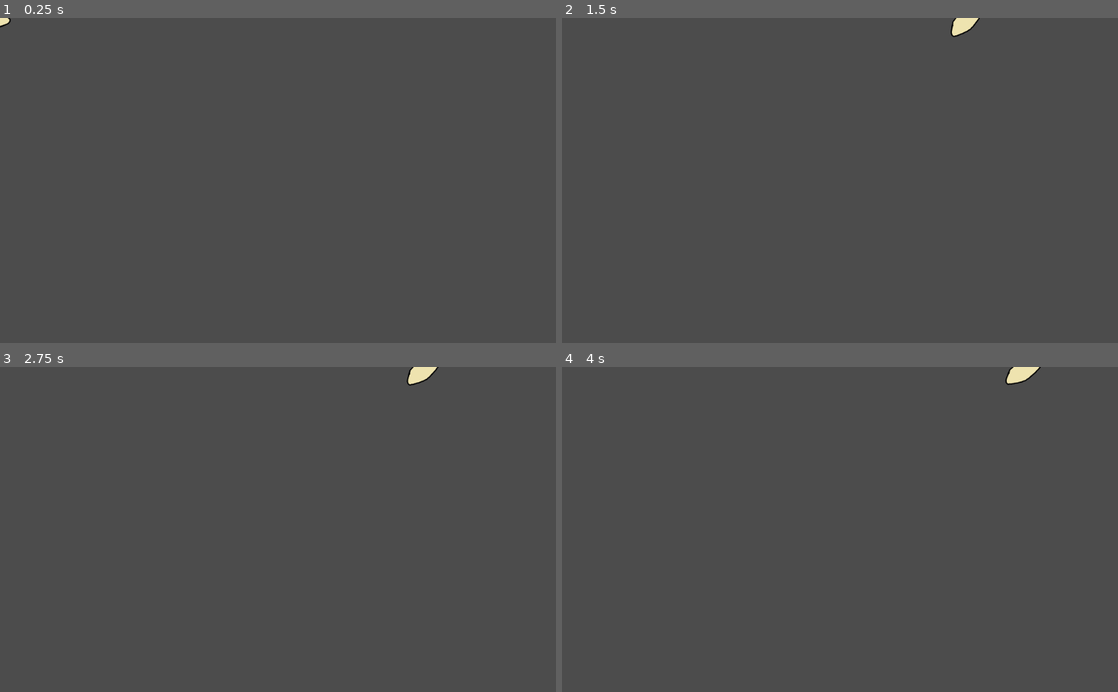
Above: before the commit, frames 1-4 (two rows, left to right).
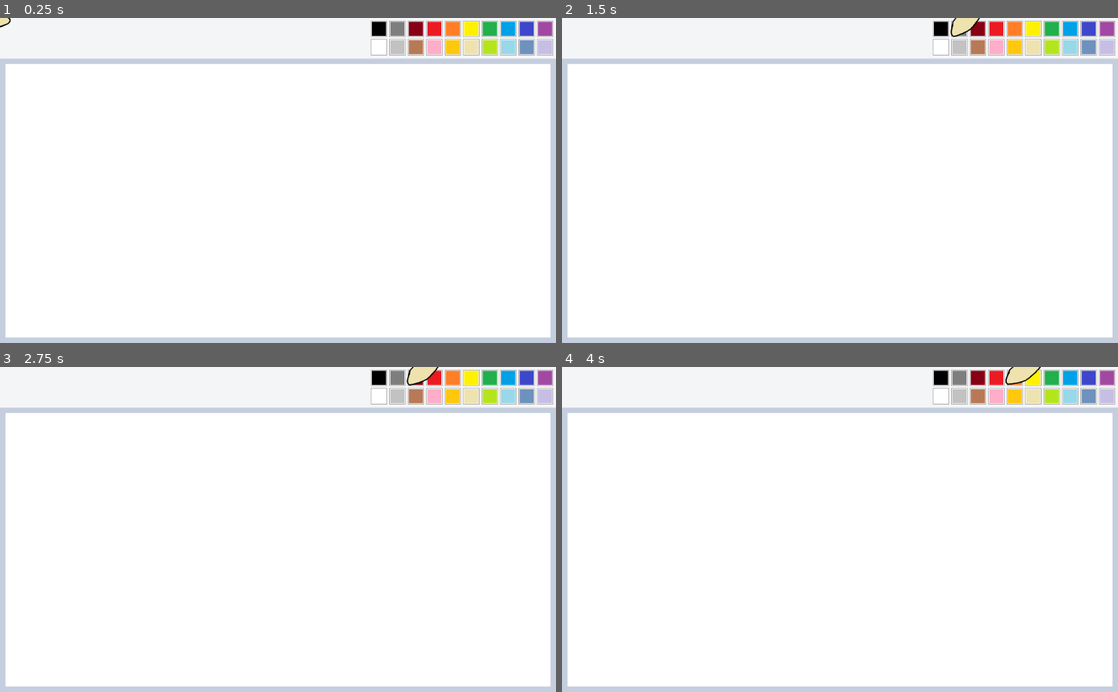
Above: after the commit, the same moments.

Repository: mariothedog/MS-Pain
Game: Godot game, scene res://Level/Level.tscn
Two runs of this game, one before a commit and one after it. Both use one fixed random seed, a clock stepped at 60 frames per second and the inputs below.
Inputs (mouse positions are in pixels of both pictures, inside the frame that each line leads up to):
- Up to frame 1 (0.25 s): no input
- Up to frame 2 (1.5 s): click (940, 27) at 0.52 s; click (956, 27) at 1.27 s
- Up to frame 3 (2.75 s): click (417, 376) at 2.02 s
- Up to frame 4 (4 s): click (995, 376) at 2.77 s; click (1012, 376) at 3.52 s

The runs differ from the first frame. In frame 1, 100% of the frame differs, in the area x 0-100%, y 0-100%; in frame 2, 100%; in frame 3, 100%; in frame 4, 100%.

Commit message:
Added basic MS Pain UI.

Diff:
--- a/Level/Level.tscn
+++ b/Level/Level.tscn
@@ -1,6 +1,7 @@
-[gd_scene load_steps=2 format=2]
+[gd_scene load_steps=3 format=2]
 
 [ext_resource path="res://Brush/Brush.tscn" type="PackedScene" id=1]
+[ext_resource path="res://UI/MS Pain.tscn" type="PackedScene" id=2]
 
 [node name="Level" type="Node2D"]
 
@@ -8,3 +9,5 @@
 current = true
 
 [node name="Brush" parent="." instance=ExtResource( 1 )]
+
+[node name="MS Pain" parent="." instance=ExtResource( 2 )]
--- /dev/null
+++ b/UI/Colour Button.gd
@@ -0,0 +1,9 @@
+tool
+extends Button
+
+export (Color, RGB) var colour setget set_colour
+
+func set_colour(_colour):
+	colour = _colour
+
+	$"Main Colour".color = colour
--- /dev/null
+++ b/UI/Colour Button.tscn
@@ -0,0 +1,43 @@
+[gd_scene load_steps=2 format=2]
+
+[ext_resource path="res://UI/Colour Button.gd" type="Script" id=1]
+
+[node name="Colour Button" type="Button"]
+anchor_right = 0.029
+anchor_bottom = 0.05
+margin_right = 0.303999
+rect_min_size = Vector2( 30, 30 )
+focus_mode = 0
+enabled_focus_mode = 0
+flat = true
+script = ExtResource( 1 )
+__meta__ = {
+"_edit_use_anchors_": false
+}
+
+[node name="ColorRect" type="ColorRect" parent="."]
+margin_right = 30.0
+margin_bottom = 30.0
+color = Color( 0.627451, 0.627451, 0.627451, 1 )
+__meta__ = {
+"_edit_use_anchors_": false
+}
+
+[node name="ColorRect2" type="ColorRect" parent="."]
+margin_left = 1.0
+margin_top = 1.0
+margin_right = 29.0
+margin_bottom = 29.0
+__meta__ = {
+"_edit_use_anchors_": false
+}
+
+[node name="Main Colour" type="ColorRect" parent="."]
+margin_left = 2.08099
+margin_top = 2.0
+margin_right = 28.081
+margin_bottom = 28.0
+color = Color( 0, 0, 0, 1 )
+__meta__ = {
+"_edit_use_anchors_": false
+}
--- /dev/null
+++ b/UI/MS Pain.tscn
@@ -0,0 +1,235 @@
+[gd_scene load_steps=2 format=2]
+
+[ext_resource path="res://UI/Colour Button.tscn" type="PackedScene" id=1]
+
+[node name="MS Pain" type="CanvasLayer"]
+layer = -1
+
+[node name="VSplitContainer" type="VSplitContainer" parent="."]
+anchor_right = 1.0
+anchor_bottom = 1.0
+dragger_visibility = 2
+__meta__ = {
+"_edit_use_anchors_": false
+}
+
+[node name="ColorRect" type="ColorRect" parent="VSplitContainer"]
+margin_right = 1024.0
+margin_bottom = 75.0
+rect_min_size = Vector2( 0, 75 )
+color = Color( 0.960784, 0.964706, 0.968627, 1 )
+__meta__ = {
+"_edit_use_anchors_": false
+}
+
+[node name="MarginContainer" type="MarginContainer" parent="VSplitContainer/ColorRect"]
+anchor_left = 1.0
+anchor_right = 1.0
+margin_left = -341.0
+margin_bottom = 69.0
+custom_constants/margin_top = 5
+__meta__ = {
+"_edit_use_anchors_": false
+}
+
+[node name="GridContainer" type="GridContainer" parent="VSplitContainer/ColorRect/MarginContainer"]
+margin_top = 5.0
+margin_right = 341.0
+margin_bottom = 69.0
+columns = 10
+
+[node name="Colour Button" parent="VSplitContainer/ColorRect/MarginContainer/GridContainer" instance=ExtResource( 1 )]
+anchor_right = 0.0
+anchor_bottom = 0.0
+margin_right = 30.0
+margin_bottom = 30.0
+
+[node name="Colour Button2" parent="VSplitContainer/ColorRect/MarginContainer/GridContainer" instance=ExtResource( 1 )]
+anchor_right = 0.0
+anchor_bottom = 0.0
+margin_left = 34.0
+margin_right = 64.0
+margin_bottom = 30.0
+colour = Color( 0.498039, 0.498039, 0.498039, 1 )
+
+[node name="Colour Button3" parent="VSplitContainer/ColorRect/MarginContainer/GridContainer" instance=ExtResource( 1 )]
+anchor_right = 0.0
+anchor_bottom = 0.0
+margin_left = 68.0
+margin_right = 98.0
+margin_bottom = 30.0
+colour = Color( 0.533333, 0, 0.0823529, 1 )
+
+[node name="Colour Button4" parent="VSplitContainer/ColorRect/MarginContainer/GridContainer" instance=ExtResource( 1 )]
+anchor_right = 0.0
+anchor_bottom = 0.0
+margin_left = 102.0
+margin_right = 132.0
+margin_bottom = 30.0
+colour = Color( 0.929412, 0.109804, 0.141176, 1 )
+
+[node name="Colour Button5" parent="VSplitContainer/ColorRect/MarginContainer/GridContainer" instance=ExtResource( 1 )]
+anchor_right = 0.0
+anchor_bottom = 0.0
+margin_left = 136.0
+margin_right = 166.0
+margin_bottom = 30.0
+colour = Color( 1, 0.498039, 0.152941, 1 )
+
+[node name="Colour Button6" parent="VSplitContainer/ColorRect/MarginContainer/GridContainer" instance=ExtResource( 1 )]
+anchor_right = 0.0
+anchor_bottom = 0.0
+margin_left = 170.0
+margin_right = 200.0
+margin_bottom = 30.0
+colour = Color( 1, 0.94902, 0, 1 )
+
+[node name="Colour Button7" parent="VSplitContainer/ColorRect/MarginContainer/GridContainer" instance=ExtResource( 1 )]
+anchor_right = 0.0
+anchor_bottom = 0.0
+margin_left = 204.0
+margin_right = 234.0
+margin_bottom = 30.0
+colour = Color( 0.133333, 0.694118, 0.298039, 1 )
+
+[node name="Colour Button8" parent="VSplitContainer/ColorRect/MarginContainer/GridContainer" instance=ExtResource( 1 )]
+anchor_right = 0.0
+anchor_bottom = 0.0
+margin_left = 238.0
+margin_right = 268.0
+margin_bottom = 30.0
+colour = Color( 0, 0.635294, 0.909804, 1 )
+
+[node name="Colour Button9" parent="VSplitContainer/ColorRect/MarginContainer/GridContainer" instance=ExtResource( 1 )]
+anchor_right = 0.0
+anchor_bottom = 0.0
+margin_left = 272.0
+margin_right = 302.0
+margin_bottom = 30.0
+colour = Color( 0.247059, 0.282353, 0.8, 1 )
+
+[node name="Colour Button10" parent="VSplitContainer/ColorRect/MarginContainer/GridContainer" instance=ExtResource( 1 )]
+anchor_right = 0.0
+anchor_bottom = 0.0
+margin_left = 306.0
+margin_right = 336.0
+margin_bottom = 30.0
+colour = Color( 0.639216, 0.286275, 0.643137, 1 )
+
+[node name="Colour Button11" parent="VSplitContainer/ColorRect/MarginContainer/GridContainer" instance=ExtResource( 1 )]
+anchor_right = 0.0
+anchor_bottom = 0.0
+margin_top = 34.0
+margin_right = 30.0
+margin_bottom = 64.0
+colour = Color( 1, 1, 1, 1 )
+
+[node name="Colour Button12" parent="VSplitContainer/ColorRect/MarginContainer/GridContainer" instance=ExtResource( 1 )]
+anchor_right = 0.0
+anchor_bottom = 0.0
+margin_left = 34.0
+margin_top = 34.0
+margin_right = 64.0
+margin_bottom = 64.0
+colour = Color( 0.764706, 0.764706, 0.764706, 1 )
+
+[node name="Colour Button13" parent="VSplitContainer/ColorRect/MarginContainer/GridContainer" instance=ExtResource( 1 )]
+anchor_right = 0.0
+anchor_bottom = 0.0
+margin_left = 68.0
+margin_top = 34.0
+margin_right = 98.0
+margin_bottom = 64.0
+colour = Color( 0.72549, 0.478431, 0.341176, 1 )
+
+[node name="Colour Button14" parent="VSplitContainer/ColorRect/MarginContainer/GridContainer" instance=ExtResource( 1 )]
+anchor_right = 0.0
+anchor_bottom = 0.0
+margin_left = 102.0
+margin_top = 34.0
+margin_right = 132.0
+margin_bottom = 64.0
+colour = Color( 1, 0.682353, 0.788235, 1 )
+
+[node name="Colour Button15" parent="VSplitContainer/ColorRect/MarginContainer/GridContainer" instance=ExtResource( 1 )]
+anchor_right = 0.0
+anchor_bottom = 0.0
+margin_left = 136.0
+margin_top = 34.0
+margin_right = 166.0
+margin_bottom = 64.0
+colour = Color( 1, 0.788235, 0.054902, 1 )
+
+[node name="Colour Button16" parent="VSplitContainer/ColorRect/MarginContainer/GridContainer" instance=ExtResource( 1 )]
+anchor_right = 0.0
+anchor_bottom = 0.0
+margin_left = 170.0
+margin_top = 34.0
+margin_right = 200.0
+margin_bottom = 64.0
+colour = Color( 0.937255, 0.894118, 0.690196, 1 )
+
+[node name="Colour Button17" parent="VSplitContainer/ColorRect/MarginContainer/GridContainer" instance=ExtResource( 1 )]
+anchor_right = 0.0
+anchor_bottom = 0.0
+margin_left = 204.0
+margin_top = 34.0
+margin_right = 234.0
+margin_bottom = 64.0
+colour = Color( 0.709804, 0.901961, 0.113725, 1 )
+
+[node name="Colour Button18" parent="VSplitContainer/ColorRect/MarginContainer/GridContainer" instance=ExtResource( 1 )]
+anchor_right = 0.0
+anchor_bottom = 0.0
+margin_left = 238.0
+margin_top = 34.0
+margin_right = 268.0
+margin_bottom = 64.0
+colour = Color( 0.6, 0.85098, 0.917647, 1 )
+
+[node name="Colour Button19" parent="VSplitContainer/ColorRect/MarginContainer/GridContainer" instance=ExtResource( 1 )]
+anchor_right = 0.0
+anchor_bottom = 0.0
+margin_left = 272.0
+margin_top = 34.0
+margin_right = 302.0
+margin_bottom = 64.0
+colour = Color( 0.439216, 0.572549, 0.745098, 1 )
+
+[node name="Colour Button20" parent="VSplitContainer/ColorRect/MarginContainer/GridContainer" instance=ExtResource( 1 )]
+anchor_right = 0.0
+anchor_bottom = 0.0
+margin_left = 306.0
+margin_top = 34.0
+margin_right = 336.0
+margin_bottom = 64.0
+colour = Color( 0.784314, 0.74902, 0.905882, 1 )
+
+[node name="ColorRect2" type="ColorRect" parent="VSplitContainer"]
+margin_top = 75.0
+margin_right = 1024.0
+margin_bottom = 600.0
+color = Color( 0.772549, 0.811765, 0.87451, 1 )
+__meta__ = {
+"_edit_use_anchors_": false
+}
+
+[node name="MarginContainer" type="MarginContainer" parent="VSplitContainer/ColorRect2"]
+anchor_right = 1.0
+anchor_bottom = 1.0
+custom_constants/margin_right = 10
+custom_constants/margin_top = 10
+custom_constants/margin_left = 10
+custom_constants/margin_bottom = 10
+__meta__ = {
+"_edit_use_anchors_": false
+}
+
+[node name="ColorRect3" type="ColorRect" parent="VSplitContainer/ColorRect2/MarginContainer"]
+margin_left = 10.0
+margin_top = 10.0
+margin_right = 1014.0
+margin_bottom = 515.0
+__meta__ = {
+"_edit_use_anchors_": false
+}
*-*-*
> [DIRECTIONS FOR THIS TASK]
Copy out each line of the data that holds the string "path".

> [OUTPUT BELOW]
 [ext_resource path="res://Brush/Brush.tscn" type="PackedScene" id=1]
+[ext_resource path="res://UI/MS Pain.tscn" type="PackedScene" id=2]
+[ext_resource path="res://UI/Colour Button.gd" type="Script" id=1]
+[ext_resource path="res://UI/Colour Button.tscn" type="PackedScene" id=1]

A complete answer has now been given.